2013-07-31 Thread Esther C Peters
The trick to successful shipping is to make sure the slides cannot rattle in 
the slide box. If you put your tissue, gauze, or bubble wrap layer on top and 
shut the box, shake gently to see if they can move. If so, you can put a piece 
of tape across all the slides in the box to anchor them in place (stick the 
tape ends to the outside of the box. Then make sure the box is securely shut, 
putting tape or rubber bands around the outside in both directions.

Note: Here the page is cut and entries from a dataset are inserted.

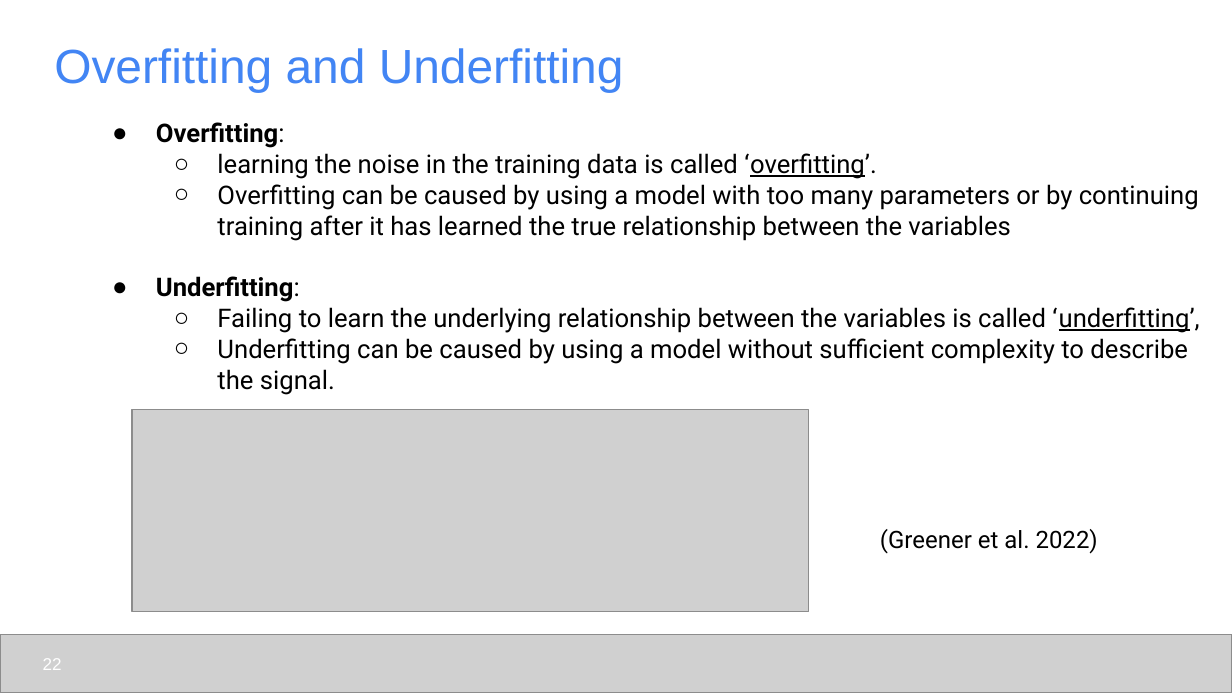
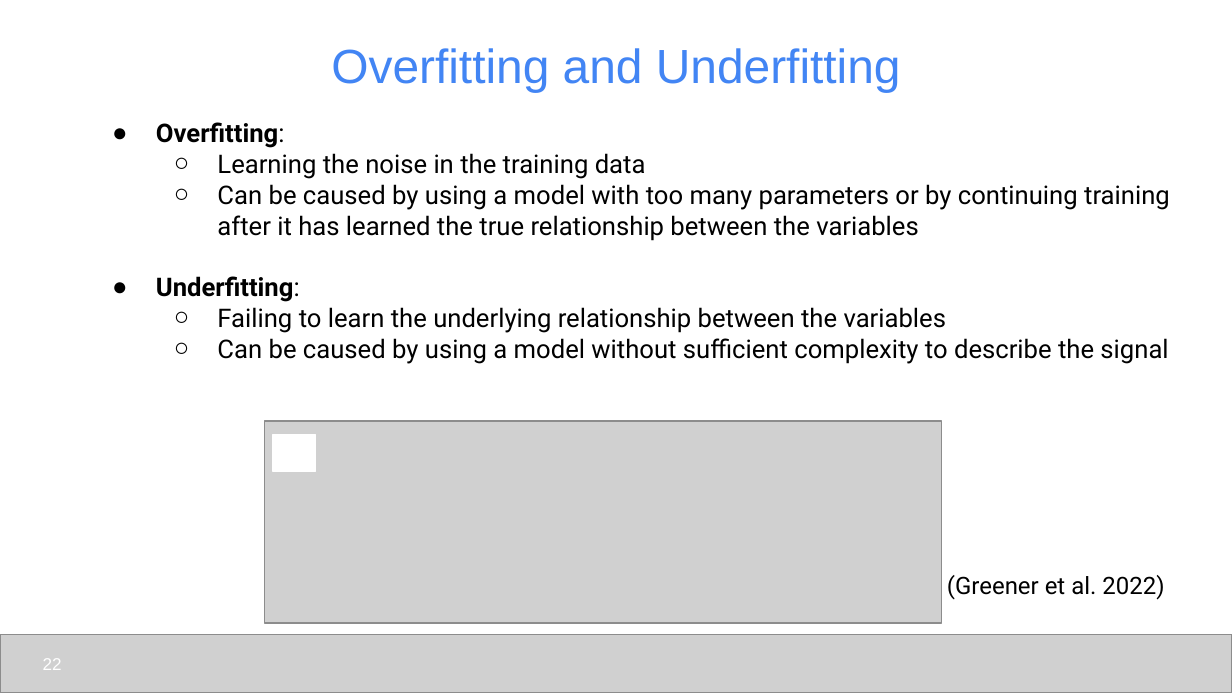
Before and after one commit to udel-cbcb/al_ml_workshop, a slide deck: slide 22 of Day_1/Lectures/Day_1_Lecture_1_Introduction_to_Artificial_Intelligence_and_Machine_Learning.pptx. Drawn at 1232x693 pixels with LibreOffice and Linux fonts; fonts in the diff are those of the drawing; grey boxes stand for pictures. Boxes give left, top, right and bottom in pixels: in the first picture for what was removed or moved away, otherwise in the second. Text is boxed around its words. In the diff, an @@ line names an element or a change of style, - is before the commit and + after.

```diff
--- a/Day_1/Lectures/Day_1_Lecture_1_Introduction_to_Artificial_Intelligence_and_Machine_Learning.pptx
+++ b/Day_1/Lectures/Day_1_Lecture_1_Introduction_to_Artificial_Intelligence_and_Machine_Learning.pptx
@@ title "Overfitting and Underfitting" at box(331, 48, 901, 92): alignment left to centre @@
@@ text at box(217, 153, 1170, 241): text changed @@
-  ○ learning the noise in the training data is called ‘overfitting’.
-  ○ Overfitting can be caused by using a model with too many parameters or by continuing training after it has learned the true relationship between the variables
+  ○ Learning the noise in the training data
+  ○ Can be caused by using a model with too many parameters or by continuing training after it has learned the true relationship between the variables
@@ text at box(217, 307, 1168, 364): text changed @@
-  ○ Failing to learn the underlying relationship between the variables is called ‘underfitting’,
-  ○ Underfitting can be caused by using a model without sufficient complexity to describe the signal.
+  ○ Failing to learn the underlying relationship between the variables
+  ○ Can be caused by using a model without sufficient complexity to describe the signal
@@ picture: place and size @@
-picture at box(132, 409, 808, 611)
+picture at box(265, 421, 941, 623)
@@ rectangle added at box(274, 434, 315, 471), fill #FFFFFF, outline #FFFFFF 0.75 pt @@
@@ text "(Greener et al. 2022)": place and size @@
-text "(Greener et al. 2022)" at box(880, 529, 1098, 554)
+text "(Greener et al. 2022)" at box(947, 575, 1164, 600)
```
Also in this commit, not shown: 21 other slides changed, 2 slides added, 3 slides removed, 2 other files.

Then pack 
in a well-padded sturdy shipping box!

Esther C. Peters, Ph.D.
Assistant Professor
Environmental Science & Policy
George Mason University


From: histonet-boun...@lists.utsouthwestern.edu 
[histonet-boun...@lists.utsouthwestern.edu] on behalf of Rathborne, Toni 
[trathbo...@somerset-healthcare.com]
Sent: Wednesday, July 31, 2013 11:38 AM
To: 'Debbie Granato'; histonet@lists.utsouthwestern.edu
Subject: RE: [Histonet] Shipping Slides

If the slides are well dried, you can also bunch them together and wrap in a 
paper towel if you don't have too many. Tape when wrapped, then place in a 
slide box and insert in a padded envelope for shipping.

-Original Message-
From: histonet-boun...@lists.utsouthwestern.edu 
[mailto:histonet-boun...@lists.utsouthwestern.edu] On Behalf Of Debbie Granato
Sent: Wednesday, July 31, 2013 11:05 AM
To: histonet@lists.utsouthwestern.edu
Subject: [Histonet] Shipping Slides

Good Morning!

Can anyone tell me the best way that you have found to ship slides by Fed Ex?
 I need to send several cases out and want the safest way possible to eliminate 
broken slides.
We have tried plastic slide boxes with gauze for cushioning and then taped shut 
and a few other ways. Are there special transport slide containers, other than 
the 5 slide holders.
Any suggestions would be greatly appreciated!

Thank you,
Debbie Granato HT(ASCP)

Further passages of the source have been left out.